Durban’s inimitable FLATFOOT DANCE COMPANY begins its 11th year in 2014 with a full blown performance season of new dance works to lure, cajole, amuse and sheer-out entertain audiences. Entitled ‘fragile’, this dance season, which takes place from 12 to 15 March at the Elizabeth Sneddon Theatre, features the pairing up of long time choreographic partners David Gouldie and Lliane Loots. Both of them have enjoyed, with FLATFOOT DANCE COMPANY, two previous joint seasons together, the first of which (“Premonitions”) saw them being awarded the prestigious KZN DanceLink award for choreography.
While Gouldie and Loots have divergent choreographic styles and roots, the two have found a working synergy that speaks of mutual respect and a deep understanding of the need to truly honour the power of the South African dancing body to tell stories. ‘fragile’ offers a contemplative and highly charged season of new dance theatre. With 20 years of democracy being celebrated, Gouldie and Loots, and the incomparable talent of the 6 resident FLATFOOT dancers (Sifiso Khumlo, Tshediso Kabulu, Sifiso Majola, Jabu Siphika, Julia Wilson and Zinhle Nzama), begin to pick apart any grand images of rainbows and dive fearlessly into the personal and political waters of our 20 years of good dreams and painful nightmares.

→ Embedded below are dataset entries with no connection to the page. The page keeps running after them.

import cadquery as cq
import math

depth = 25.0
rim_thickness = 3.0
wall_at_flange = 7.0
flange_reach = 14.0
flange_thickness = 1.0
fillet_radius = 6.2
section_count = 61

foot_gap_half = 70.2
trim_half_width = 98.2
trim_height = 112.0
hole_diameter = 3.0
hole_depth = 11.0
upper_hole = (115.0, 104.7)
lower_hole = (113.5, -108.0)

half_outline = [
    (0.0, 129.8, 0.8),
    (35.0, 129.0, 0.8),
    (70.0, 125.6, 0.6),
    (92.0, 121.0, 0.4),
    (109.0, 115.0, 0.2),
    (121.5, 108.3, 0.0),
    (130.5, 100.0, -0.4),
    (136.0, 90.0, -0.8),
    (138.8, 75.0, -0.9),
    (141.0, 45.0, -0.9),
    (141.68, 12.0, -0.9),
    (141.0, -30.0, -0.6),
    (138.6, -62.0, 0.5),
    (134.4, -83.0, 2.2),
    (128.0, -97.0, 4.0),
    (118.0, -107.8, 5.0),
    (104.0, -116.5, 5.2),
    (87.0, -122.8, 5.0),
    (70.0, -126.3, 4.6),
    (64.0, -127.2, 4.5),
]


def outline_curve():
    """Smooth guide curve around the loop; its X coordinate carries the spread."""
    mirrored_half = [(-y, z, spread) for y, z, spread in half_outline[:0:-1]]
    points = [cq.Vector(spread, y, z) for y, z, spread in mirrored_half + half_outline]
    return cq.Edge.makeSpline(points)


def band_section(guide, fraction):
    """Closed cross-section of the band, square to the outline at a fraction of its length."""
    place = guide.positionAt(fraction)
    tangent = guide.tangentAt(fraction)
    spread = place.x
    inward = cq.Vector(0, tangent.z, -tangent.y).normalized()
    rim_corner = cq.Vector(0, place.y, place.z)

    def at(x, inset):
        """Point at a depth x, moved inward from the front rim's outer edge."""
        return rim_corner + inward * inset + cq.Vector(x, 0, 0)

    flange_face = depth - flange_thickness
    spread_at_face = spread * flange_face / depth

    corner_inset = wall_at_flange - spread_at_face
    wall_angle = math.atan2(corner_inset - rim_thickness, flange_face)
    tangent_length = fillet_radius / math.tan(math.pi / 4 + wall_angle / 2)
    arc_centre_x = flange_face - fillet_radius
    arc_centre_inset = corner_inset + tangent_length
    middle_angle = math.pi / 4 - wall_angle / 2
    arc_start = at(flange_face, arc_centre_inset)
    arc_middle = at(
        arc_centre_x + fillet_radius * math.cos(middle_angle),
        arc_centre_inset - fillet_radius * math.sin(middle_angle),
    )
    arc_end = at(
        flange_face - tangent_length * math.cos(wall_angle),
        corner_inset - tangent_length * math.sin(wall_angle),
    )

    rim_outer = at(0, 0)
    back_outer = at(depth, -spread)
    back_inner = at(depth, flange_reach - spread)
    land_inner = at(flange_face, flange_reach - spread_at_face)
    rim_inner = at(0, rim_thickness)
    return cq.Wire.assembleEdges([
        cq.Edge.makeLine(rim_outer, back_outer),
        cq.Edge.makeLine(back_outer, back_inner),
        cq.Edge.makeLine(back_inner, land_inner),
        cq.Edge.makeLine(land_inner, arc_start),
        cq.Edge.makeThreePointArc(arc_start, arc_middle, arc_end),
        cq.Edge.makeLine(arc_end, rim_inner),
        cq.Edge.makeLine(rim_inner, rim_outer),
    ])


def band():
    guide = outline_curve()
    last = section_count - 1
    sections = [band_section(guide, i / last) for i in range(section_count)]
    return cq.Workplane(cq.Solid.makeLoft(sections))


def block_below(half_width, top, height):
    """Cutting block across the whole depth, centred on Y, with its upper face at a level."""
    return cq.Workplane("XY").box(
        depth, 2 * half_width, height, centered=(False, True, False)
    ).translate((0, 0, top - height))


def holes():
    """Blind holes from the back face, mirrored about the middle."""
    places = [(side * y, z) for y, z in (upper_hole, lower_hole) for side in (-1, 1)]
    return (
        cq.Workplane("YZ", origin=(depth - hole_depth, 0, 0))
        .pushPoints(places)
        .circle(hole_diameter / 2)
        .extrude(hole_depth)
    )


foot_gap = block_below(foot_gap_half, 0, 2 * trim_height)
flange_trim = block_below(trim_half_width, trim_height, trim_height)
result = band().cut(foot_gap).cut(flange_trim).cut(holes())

Gouldie’s history is one flowing with a career in ballet and with a reputation for being the “naughty boy of South African Ballet”, Gouldie has never been shy of taking the form – so deeply loved – and twisting and tweaking it; sometimes violently and sometimes with such humour that audiences have laughed their way out of the auditorium. His theatrical flair has seen him recently choreograph some of South Africa’s national biggest musical successes, from Evita to High School Musical. He comes to this season with FLATFOOT DANCE COMPANY with a dance theatre work unabashedly entitled “dusting off my history”. In a flourish of ironic and, at times, self-depreciating humour, Gouldie looks back to his own South African ballet and dance history - written on and with his body – in a dance work that appears quirky and humorous but which shifts like dark and faded images trapped in a broken antique mirror; a mirror Gouldie has never been afraid to turn on himself. Gouldie has the FLATFOOT dancers embellishing all of his classical ballet history to the point of intense comedy, and then it takes a turn and we, the audience, are left breathless as we glimpse a fragile and wounded heart trying so hard to find home.

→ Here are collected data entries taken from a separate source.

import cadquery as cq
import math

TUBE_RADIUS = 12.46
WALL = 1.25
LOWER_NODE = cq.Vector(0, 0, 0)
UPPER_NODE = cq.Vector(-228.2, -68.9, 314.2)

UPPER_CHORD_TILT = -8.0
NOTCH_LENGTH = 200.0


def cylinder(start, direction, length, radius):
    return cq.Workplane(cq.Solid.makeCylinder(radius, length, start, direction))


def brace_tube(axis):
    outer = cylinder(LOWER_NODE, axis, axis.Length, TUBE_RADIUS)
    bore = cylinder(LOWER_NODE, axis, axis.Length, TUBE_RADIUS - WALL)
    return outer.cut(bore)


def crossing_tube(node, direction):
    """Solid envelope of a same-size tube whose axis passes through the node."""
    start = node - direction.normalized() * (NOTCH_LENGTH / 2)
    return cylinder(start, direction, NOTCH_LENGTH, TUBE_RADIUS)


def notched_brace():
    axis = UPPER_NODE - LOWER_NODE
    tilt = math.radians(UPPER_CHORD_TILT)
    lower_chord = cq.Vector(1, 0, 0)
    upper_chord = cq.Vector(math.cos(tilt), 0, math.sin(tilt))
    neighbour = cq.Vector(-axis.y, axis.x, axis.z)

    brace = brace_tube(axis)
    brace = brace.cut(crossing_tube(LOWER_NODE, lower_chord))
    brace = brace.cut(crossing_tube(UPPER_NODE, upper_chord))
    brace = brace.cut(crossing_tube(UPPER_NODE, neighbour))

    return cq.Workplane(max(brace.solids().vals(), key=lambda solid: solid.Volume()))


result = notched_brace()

Lliane Loots, artistic director and resident choreographer to FLATFOOT, is no stranger to Durban audiences and has a reputation for offering slightly risky political dance theatre that has caused no end of ruckus these past 11 years of FLATFOOT professional history. Her work has toured the world where her bold choreographic voice and vision for FLATFOOT, has seen her and the company receive numerous international and local awards and commissions. Never shy to “tell it like it is”, Loots has recently started working on more personal and intimate dance journeys.
For the season ‘fragile’, Loots has created a work called “the inheritance of loss” and is a profound reflection of her own, and FLATFOOT’s, history. Rather than a single narrative or story, “the inheritance of loss”, offers small fragmented moments of personal and political history and memory, that, when weaved together on the stage, offer a ruminating internal monologue. Edging close to sadness, fragility and loss, this dance work is, ultimately, like all art, an act of love that asks if more is possible? While this is a brooding work, Loots reminds us that the ability to use our art to go to difficult places and ask hard questions is – in the end – the triumph of 20 years of democracy.
Exulting the 6 resident FLATFOOT dancers Loots says, “my dance work would not be possible without the in-put of the FLATFOOT dancers. Not only is it their bodies that get on stage and defend my choreographic visions and dreams, but working with them is a profound negotiation of the histories we wish to tell, those forgotten and those unspoken. I rely on them to be my internal compass when we make work together; they are quick to remind me to question and to ask me why – what a glorious gift for an artist”.
“the inheritance of loss” also features Loots in collaboration once again with local Durban filmmaker Karen Logan. Logan has worked alongside Loots for over 6 years on various dance theatre works and brings with her a filmic sensitivity that layers Loots’s dance visions.
“fragile’ (supported by project funding from the National Arts Council of South Africa) runs from the 12 to 16 March with shows at 7.30pm each evening and a 3pm matinee on Sunday 16 March. Booking is open at COMPUTICKET and tickets cost between R60 – R85.
Thursday’s performance (13 March @ 7.30pm) features a special after show “DANCE TALKS BACK” hosted by awarding winning arts journalist Adrienne Sichel in conversations with Loots, Gouldie and the dancers. This is a unique opportunity to listen to the dancers and choreographers unpack and answer questions about their work. Sichel comes to Durban as a guest from The Ar(t)chive at the Wits School of Arts.